# [Material for the task]
+ + + +
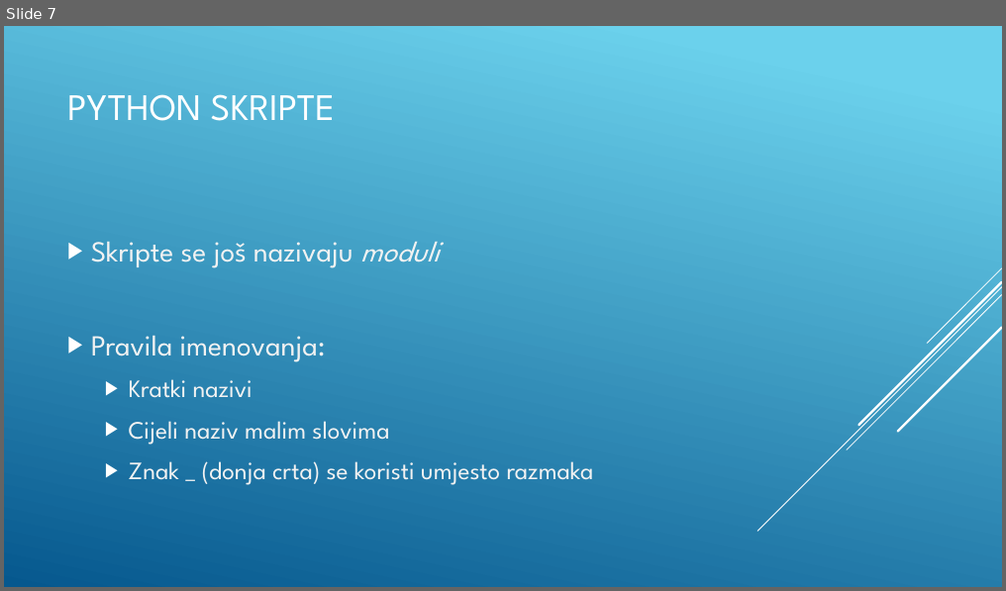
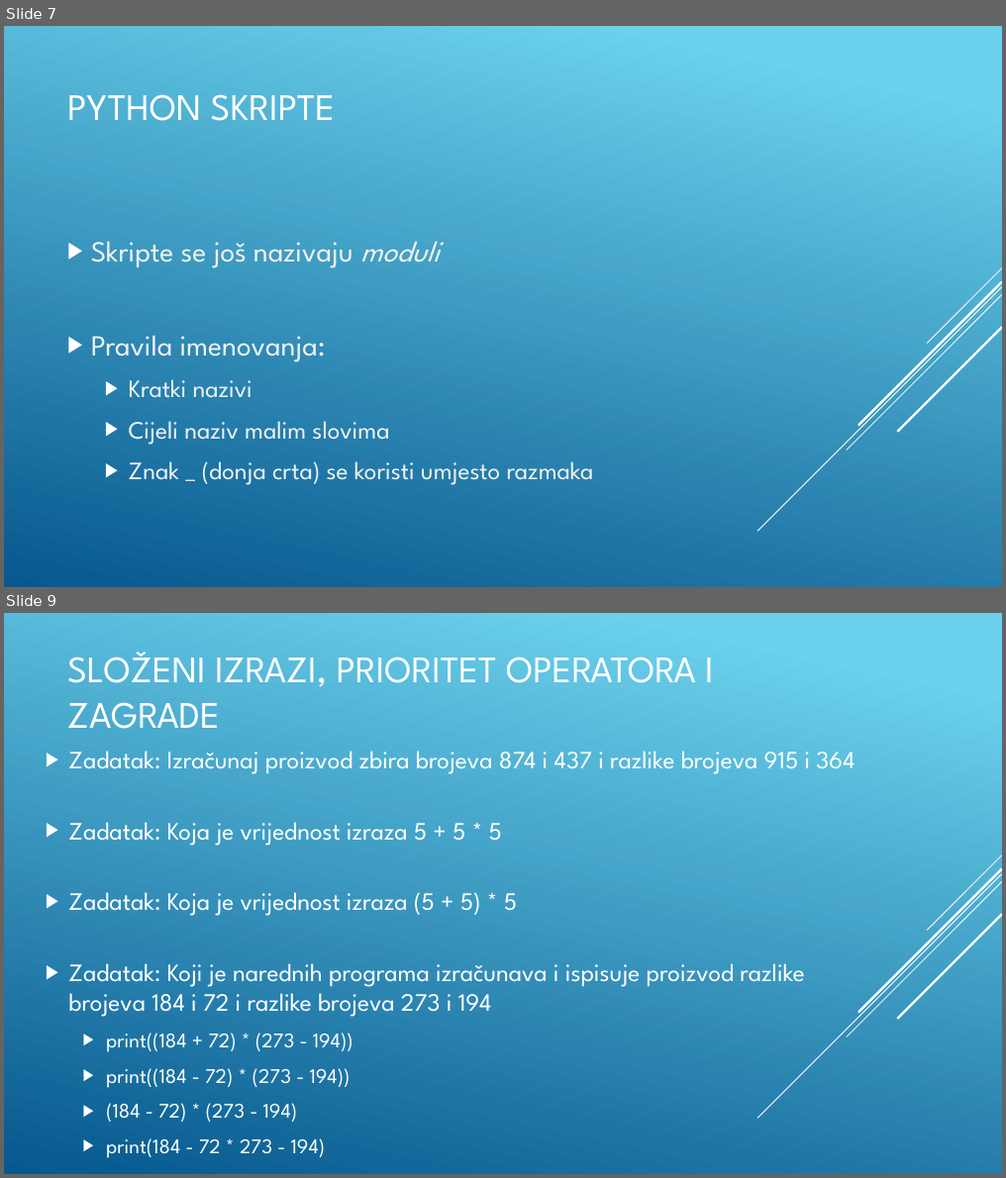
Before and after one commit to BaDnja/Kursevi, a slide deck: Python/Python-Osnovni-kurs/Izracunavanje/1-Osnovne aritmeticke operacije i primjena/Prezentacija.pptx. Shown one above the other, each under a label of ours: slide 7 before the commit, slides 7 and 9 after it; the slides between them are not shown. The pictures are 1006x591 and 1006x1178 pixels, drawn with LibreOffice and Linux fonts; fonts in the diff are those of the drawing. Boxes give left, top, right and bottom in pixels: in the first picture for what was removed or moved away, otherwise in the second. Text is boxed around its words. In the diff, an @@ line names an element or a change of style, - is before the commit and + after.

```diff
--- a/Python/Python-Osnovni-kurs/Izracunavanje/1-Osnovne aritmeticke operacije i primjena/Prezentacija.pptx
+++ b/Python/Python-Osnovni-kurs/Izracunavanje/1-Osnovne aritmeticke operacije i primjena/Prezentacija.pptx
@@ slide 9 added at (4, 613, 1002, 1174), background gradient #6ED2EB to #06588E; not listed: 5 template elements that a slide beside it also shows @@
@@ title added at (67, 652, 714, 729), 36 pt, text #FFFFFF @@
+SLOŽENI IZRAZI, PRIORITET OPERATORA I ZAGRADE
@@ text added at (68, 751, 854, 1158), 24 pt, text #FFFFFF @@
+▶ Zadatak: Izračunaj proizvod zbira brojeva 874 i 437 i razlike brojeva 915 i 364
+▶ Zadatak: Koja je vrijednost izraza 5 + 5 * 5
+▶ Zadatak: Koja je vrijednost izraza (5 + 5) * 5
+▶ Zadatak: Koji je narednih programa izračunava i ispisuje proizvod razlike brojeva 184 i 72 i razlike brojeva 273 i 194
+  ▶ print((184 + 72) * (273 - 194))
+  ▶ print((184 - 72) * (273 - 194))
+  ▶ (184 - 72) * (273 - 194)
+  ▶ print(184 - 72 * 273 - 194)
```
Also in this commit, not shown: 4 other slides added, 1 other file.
+ + + +
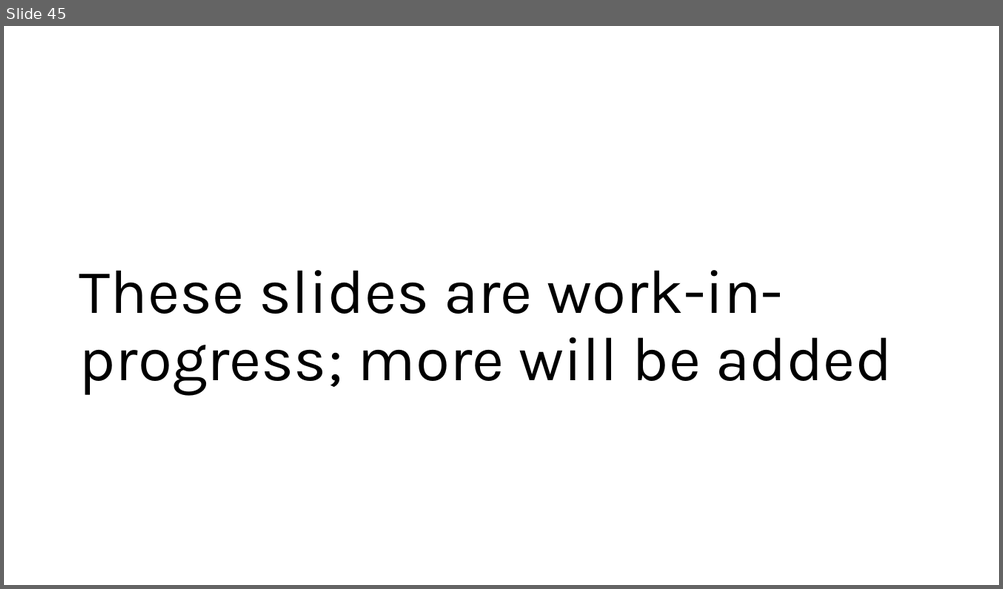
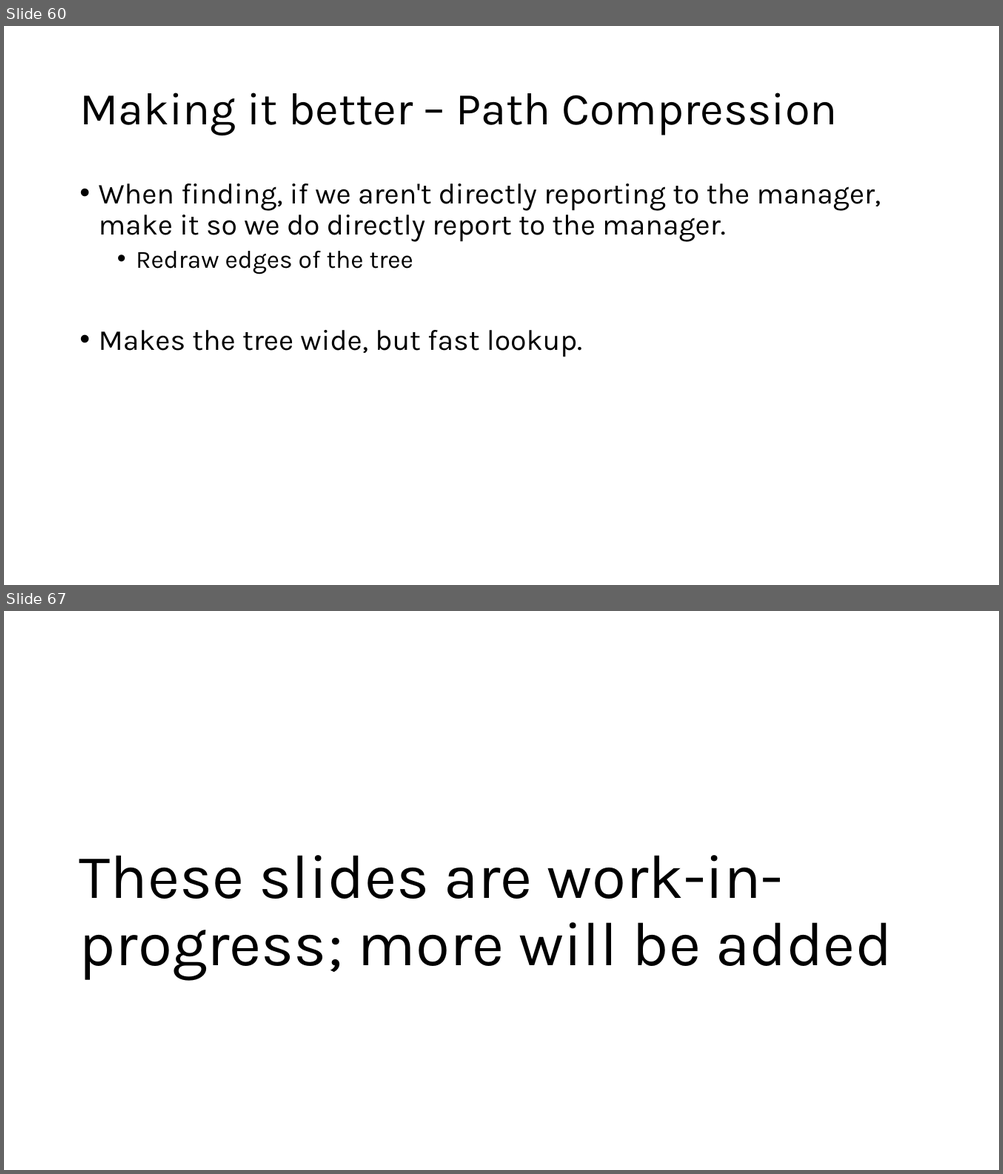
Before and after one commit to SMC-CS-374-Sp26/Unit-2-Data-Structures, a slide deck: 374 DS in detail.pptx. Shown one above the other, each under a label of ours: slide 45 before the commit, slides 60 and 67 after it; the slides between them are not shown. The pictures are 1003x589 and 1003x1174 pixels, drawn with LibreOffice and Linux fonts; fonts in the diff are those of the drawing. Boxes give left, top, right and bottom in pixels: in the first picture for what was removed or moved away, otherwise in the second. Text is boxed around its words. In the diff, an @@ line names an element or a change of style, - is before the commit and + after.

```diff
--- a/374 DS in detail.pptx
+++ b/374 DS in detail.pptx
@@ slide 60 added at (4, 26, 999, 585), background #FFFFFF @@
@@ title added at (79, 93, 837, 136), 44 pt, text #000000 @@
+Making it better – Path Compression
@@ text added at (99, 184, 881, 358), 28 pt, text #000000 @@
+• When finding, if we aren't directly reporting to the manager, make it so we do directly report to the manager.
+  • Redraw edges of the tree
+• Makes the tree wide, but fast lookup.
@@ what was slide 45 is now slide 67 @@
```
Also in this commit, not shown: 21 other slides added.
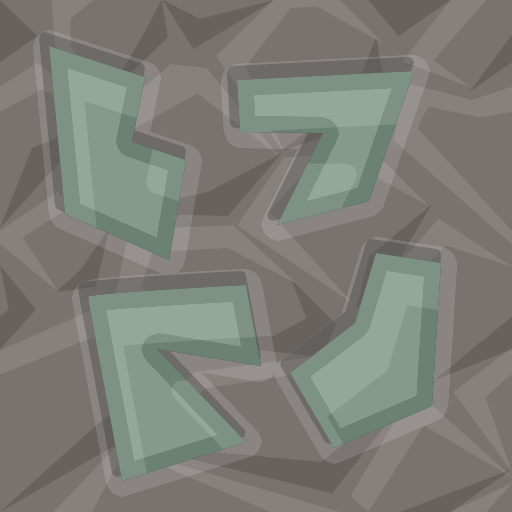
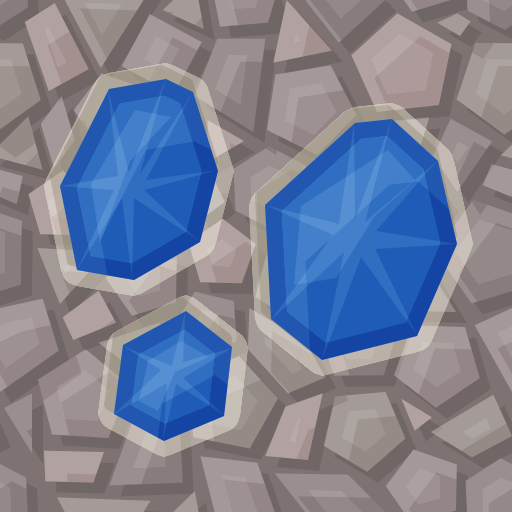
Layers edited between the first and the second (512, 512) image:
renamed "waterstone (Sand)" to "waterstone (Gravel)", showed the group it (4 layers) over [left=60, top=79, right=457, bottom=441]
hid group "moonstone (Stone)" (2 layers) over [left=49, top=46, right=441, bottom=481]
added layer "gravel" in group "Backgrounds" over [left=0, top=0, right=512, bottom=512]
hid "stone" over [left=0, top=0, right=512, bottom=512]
+ + + +
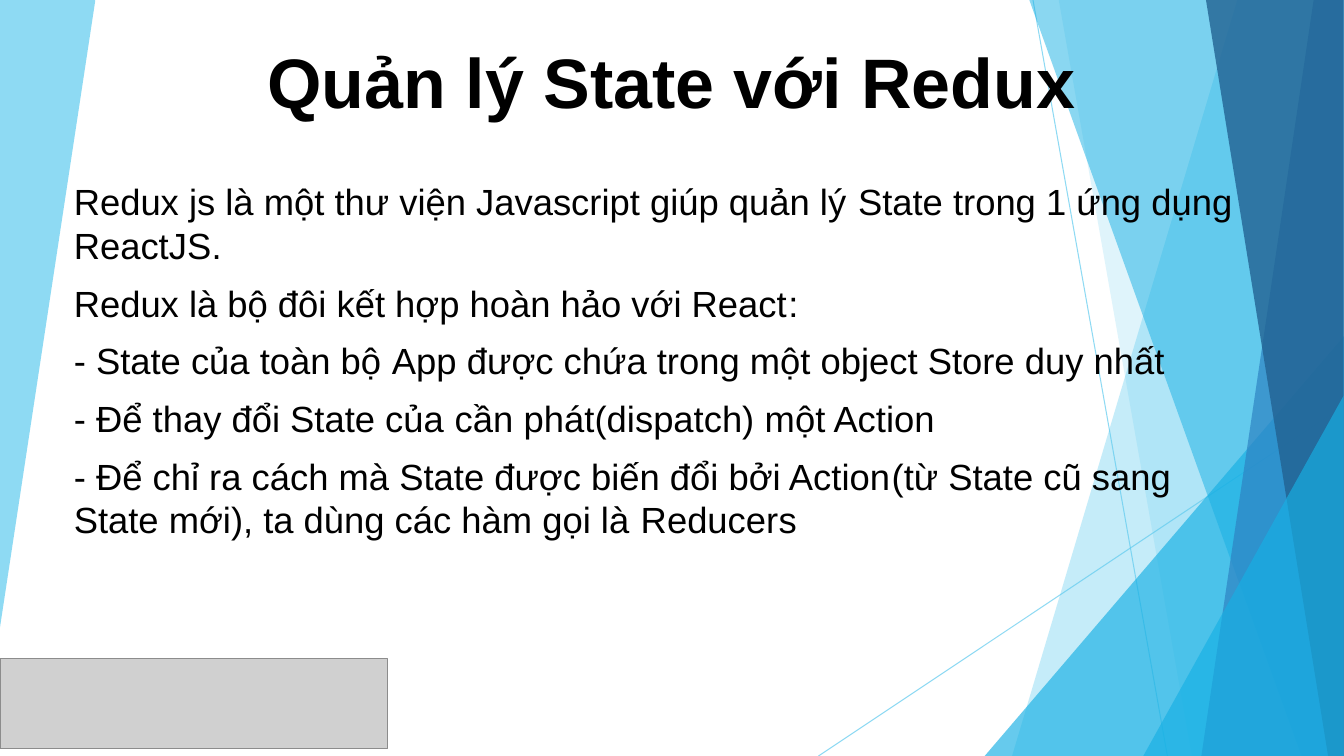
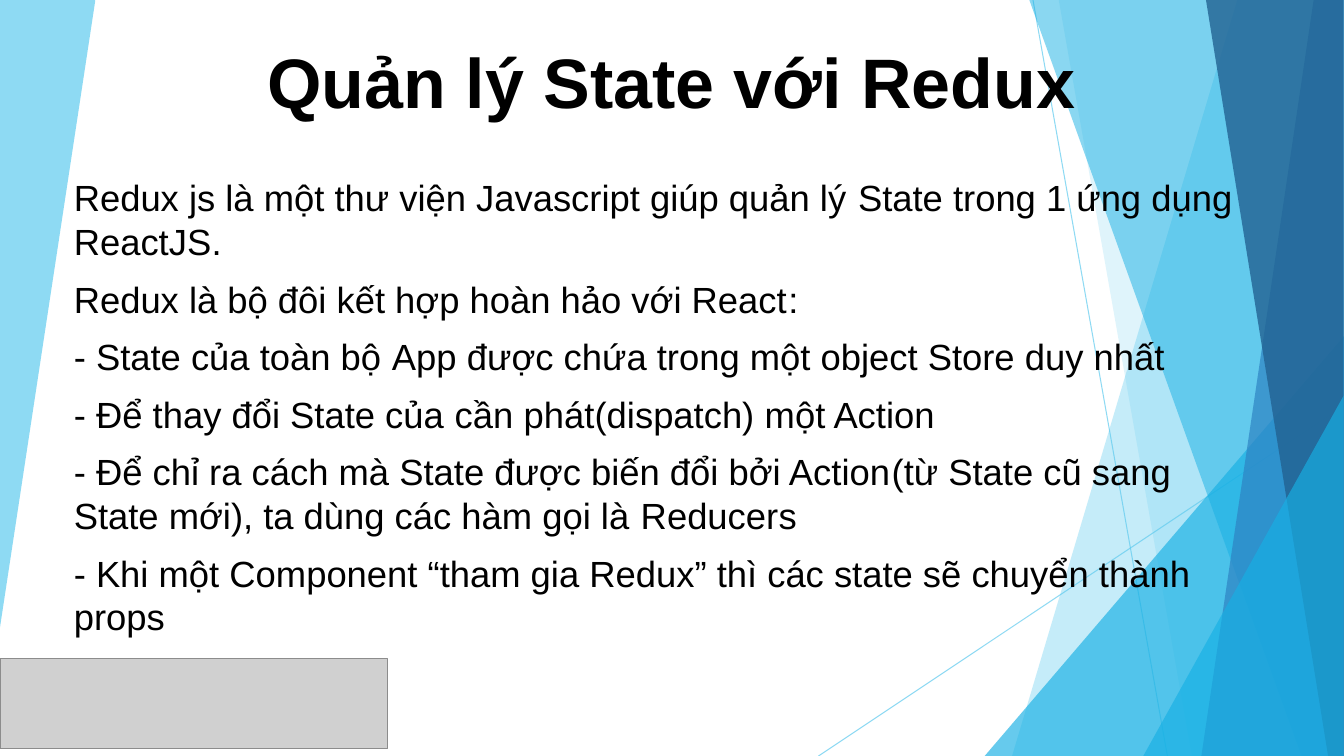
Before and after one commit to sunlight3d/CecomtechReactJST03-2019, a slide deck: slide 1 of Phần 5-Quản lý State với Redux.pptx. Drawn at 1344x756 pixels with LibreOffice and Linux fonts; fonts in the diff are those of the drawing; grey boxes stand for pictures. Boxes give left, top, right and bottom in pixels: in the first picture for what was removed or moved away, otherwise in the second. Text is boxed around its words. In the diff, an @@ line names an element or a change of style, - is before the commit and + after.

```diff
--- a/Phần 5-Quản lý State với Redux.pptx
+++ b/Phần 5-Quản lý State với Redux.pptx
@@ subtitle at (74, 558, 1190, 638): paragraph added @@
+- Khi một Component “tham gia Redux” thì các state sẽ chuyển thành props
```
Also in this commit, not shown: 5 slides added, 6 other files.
+ + + +
Locate all lines in the listing above with the word "izraza" and copy them.

# [Answer space]
+▶ Zadatak: Koja je vrijednost izraza 5 + 5 * 5
+▶ Zadatak: Koja je vrijednost izraza (5 + 5) * 5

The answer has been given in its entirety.